* _DATA UNDER STUDY_:
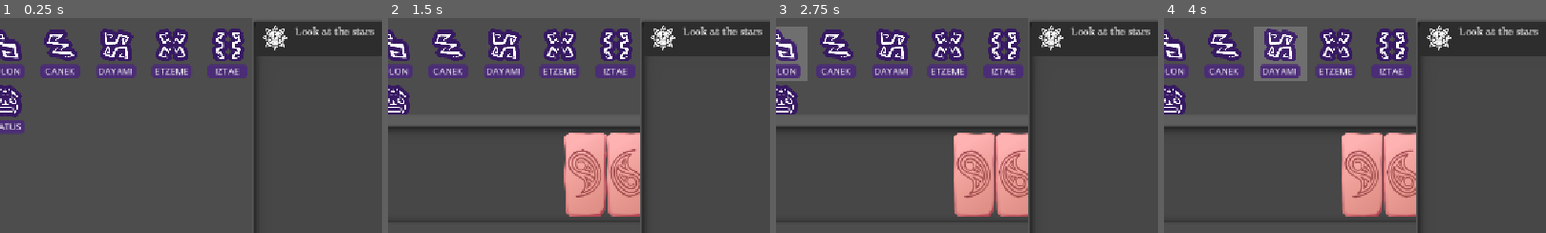
Above: before the commit, frames 1-4 (left to right).
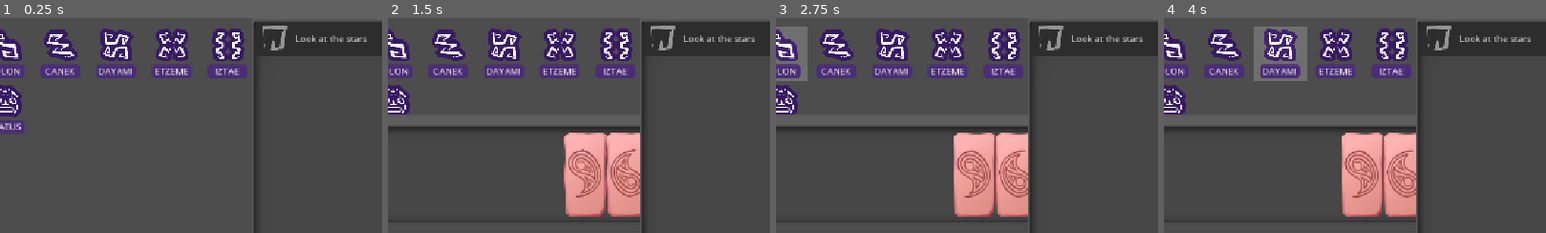
Above: after the commit, the same moments.

Repository: Wendfrey/minijam_210_astral
Game: Godot game, scene res://demo_world.tscn
Two runs of this game, one before a commit and one after it. Both use one fixed random seed, a clock stepped at 60 frames per second and the inputs below. This scene is started directly instead of the project's main scene.
Inputs:
- Up to frame 1 (0.25 s): no input
- Up to frame 2 (1.5 s): click "ALOM" at 0.5 s; click "CHECK" at 1.25 s
- Up to frame 3 (2.75 s): click "BOLON" at 2 s
- Up to frame 4 (4 s): click "CANEK" at 2.75 s; click "DAYAMI" at 3.5 s
The pictures show only the part of the screen within x 18-68%, y 14-64%; the shares and areas given below are measured in that part.

The runs differ from the first frame. In frame 1, 1.3% of the frame differs, in the area x 68-98%, y 3-16%; in frame 2, 1.3%; in frame 3, 1.3%; in frame 4, 1.3%.

Commit message:
agregada lista de logros y 3 de los 12 funcionan

Diff:
--- a/minijam-210-astral/Scenes/Nivel.tscn
+++ b/minijam-210-astral/Scenes/Nivel.tscn
@@ -196,9 +196,6 @@
 
 [sub_resource type="StyleBoxEmpty" id="StyleBoxEmpty_i2q11"]
 
-[sub_resource type="StyleBoxFlat" id="StyleBoxFlat_hyk74"]
-bg_color = Color(0, 0, 0, 0.17254902)
-
 [sub_resource type="StyleBoxFlat" id="StyleBoxFlat_8xpys"]
 bg_color = Color(0.11764706, 0.11764706, 0.15686275, 0.23529412)
 
@@ -861,18 +858,18 @@
 
 [node name="level" parent="WorldEnvironment" unique_id=1305496534 instance=ExtResource("3_pvqg1")]
 
-[node name="Light" parent="WorldEnvironment/level" index="0" unique_id=1279031697]
+[node name="Light" parent="WorldEnvironment/level" index="0" unique_id=1730370863]
 light_energy = 0.0
 
-[node name="Camera" parent="WorldEnvironment/level" index="1" unique_id=1547835739]
+[node name="Camera" parent="WorldEnvironment/level" index="1" unique_id=1549106887]
 transform = Transform3D(-0.240228, 0, -0.9707165, 0, 1, 0, 0.9707165, 0, -0.240228, 3.9360003, 0.605, -1.51)
 far = 4000.0
 
-[node name="Monitor" parent="WorldEnvironment/level" index="5" unique_id=1110668285]
+[node name="Monitor" parent="WorldEnvironment/level" index="5" unique_id=254613494]
 transform = Transform3D(92.1949, 38.731136, 1.6929915e-06, 0, -4.371139e-06, 99.99999, 38.731136, -92.1949, -4.029967e-06, -0.4186713, 0, 0.27361727)
 metadata/_edit_group_ = true
 
-[node name="MonitorScreen" parent="WorldEnvironment/level/Monitor" index="0" unique_id=1914968694]
+[node name="MonitorScreen" parent="WorldEnvironment/level/Monitor" index="0" unique_id=492388446]
 transform = Transform3D(1.1014222, -0.22911622, -2.930425e-08, 0.22911622, 1.1014222, 7.049959e-09, 2.72543e-08, -1.2870275e-08, 1.125, 0.0015037457, 4.656613e-10, 0.007069087)
 metadata/_edit_group_ = true
 
@@ -908,10 +905,10 @@
 transform = Transform3D(1, 0, 2.9802322e-08, 0, 1, 0, -2.9802322e-08, 0, 1, -5.2910764e-08, 0, 0.0018463049)
 shape = SubResource("BoxShape3D_8xpys")
 
-[node name="Light_001" parent="WorldEnvironment/level" index="9" unique_id=1771492397]
+[node name="Light_001" parent="WorldEnvironment/level" index="9" unique_id=726229084]
 light_energy = 0.0
 
-[node name="Light_002" parent="WorldEnvironment/level" index="11" unique_id=896660432]
+[node name="Light_002" parent="WorldEnvironment/level" index="11" unique_id=2073180975]
 light_energy = 0.0
 
 [node name="SkyBg" type="Node3D" parent="WorldEnvironment" unique_id=303202552]
--- a/minijam-210-astral/scripts/LevelCameraControls.gd
+++ b/minijam-210-astral/scripts/LevelCameraControls.gd
@@ -11,6 +11,7 @@
 	back_button.disabled = false
 	first_window.visible = true
 	PlayerProgess.checkDoneLogro(0,0)
+	PlayerProgess.checkDoneLogro(9,randi_range(0,4))
 
 
 func _on_back_button_pressed():
--- a/minijam-210-astral/scripts/progess.gd
+++ b/minijam-210-astral/scripts/progess.gd
@@ -5,7 +5,20 @@
 var logros:Array[Logro] = []
 
 func _ready():
-	logros.append(Logro.new(1))
+	logros.append(Logro.new(1)) #Mirar las estrellas
+	logros.append(Logro.new(1)) #Abrir la ventana Status
+	logros.append(Logro.new(1)) #Abrir un nivel
+	logros.append(Logro.new(1)) #Completar 3 pasos en un nivel
+	logros.append(Logro.new(1)) #Completar los 6 pasos de un nivel
+	logros.append(Logro.new(6)) #Completar 2 pasos en los 6 niveles
+	logros.append(Logro.new(7)) #Descubrir todos los sigils
+	logros.append(Logro.new(1)) #Que se active el efecto del Secret lover
+	logros.append(Logro.new(8)) #Haber hecho check con todas las reglas rotas
+	logros.append(Logro.new(5)) #Ir muchas veces a la ventana
+	logros.append(Logro.new(3)) #Abrir muchas veces Status
+	logros.append(Logro.new(3)) #esperar un rato mirando las estrellas
+	logros.append(Logro.new(6)) #Completar los 6 niveles
+
 
 func checkDoneLogro(numLogro, numPart):
 	if logros[numLogro].isDone():
--- a/minijam-210-astral/scripts/screenExplorer.gd
+++ b/minijam-210-astral/scripts/screenExplorer.gd
@@ -13,6 +13,7 @@
 	ventanaLogros.visible = false
 
 func _on_level_1_pressed():
+	PlayerProgess.checkDoneLogro(2,0)
 	ventanaJuego.visible = true
 
 func _on_logros_icon_pressed():
--- a/minijam-210-astral/scripts/ventanaLogros.gd
+++ b/minijam-210-astral/scripts/ventanaLogros.gd
@@ -10,6 +10,8 @@
 		var newPanel = template.duplicate()
 		(newPanel.get_child(1) as Label).text = l
 		newPanel.add_theme_stylebox_override("panel",load("res://assets/prefab/logroDisabled.tres"))
+		var elText = (newPanel.get_child(1) as Label)
+		elText.label_settings = elText.label_settings.duplicate();
 		listado.add_child(newPanel)
 	getLogroPanel(1).visible = true;
 	listado.get_child(0).queue_free()
@@ -19,7 +21,11 @@
 	return listado.get_child(num) as Panel;
 
 func logroUpdated(num):
-	var elPanel = getLogroPanel(0)
+	var elPanel = getLogroPanel(num)
 	elPanel.remove_theme_stylebox_override("panel")
 	elPanel.add_theme_stylebox_override("panel",load("res://assets/prefab/logroEnabled.tres"))
-	pass
+	(elPanel.get_child(0) as Sprite2D).texture = load("res://assets/img/pcIcons/logroEnabled.png")
+	(elPanel.get_child(1) as Label).label_settings.font_color = Color(0.2,0.2,0.2)
+	if num == 0:
+		for l:Panel in listado.get_children():
+			l.visible = true;
--- a/minijam-210-astral/test_world.tscn
+++ b/minijam-210-astral/test_world.tscn
@@ -5,10 +5,10 @@
 [ext_resource type="Script" uid="uid://dvii7opwqnaf7" path="res://level_manager.gd" id="2_1lwx6"]
 [ext_resource type="Script" uid="uid://c8jcc5y7w1h2k" path="res://spacer.gd" id="2_gy3sr"]
 [ext_resource type="AudioStream" uid="uid://dnhaox7rn2hjp" path="res://Sounds/maracas_double.wav" id="4_dsnr4"]
-[ext_resource type="Texture2D" uid="uid://bodae2yp18i0a" path="res://assets/img/TinyIconD.png" id="4_kt6p6"]
 [ext_resource type="Script" uid="uid://c26vcft18jus7" path="res://scripts/ventanaLogros.gd" id="4_uu1iw"]
 [ext_resource type="StyleBox" uid="uid://bpiqrn1ci0mo5" path="res://assets/prefab/logroDisabled.tres" id="5_4tg7h"]
 [ext_resource type="StyleBox" uid="uid://beorh0uuf8ap2" path="res://assets/prefab/Ventana.tres" id="5_lf0gk"]
+[ext_resource type="Texture2D" uid="uid://cf26g60vlp1i6" path="res://assets/img/pcIcons/logroDisabled.png" id="6_blr6d"]
 [ext_resource type="Texture2D" uid="uid://bbvvelnsui5nr" path="res://assets/img/pcIcons/one.png" id="10_ud3vi"]
 [ext_resource type="FontFile" uid="uid://cf2ah2bsw2yn2" path="res://Font/OpenSans-VariableFont_wdth,wght.ttf" id="11_5457m"]
 [ext_resource type="Texture2D" uid="uid://cibjmv1ofc37s" path="res://assets/img/pcIcons/two.png" id="12_ivea3"]
@@ -22,6 +22,10 @@
 [sub_resource type="StyleBoxEmpty" id="StyleBoxEmpty_cnaw2"]
 
 [sub_resource type="StyleBoxEmpty" id="StyleBoxEmpty_kt6p6"]
+
+[sub_resource type="LabelSettings" id="LabelSettings_blr6d"]
+font = ExtResource("11_5457m")
+font_size = 14
 
 [sub_resource type="StyleBoxEmpty" id="StyleBoxEmpty_5457m"]
 
@@ -104,7 +108,7 @@
 theme_override_styles/panel = ExtResource("5_lf0gk")
 script = ExtResource("4_uu1iw")
 listado = NodePath("ScrollContainer/VBoxContainer")
-logros = Array[String](["Look at the stars", "Check the status window", "Open a level"])
+logros = Array[String](["Look at the stars", "Check the status window", "Open a level", "Play the game", "Complete a level", "Try all levels", "Discover all sigils", "So you're the Secret lover!", "Curiosity Killed the Cat", "Today is a legs day", "Are you sure?", "Wait for hope", "Change our destiny"])
 
 [node name="close" type="Button" parent="LogrosVentana" unique_id=1183670540]
 layout_mode = 1
@@ -137,17 +141,19 @@
 
 [node name="Icon" type="Sprite2D" parent="LogrosVentana/ScrollContainer/VBoxContainer/Logro" unique_id=1788012811]
 position = Vector2(30, 23)
-scale = Vector2(0.6, 0.6)
-texture = ExtResource("4_kt6p6")
+scale = Vector2(0.5, 0.5)
+texture = ExtResource("6_blr6d")
 
 [node name="Text" type="Label" parent="LogrosVentana/ScrollContainer/VBoxContainer/Logro" unique_id=1494234852]
 layout_mode = 0
 offset_left = 60.0
-offset_top = 6.0
+offset_top = 3.0
 offset_right = 314.0
-offset_bottom = 22.0
+offset_bottom = 46.0
 text = "Comprar tomates en la tienda
 Nananana nanana"
+label_settings = SubResource("LabelSettings_blr6d")
+vertical_alignment = 1
 
 [node name="RulesChecker" type="Node" parent="." unique_id=1412206623]
 script = ExtResource("1_1lwx6")

* _WHAT YOU NEED TO DO_: Wherever the string "SubResource" occurs in the entries, copy that whole line.

* _EXPECTED ANSWER_:
 shape = SubResource("BoxShape3D_8xpys")
+label_settings = SubResource("LabelSettings_blr6d")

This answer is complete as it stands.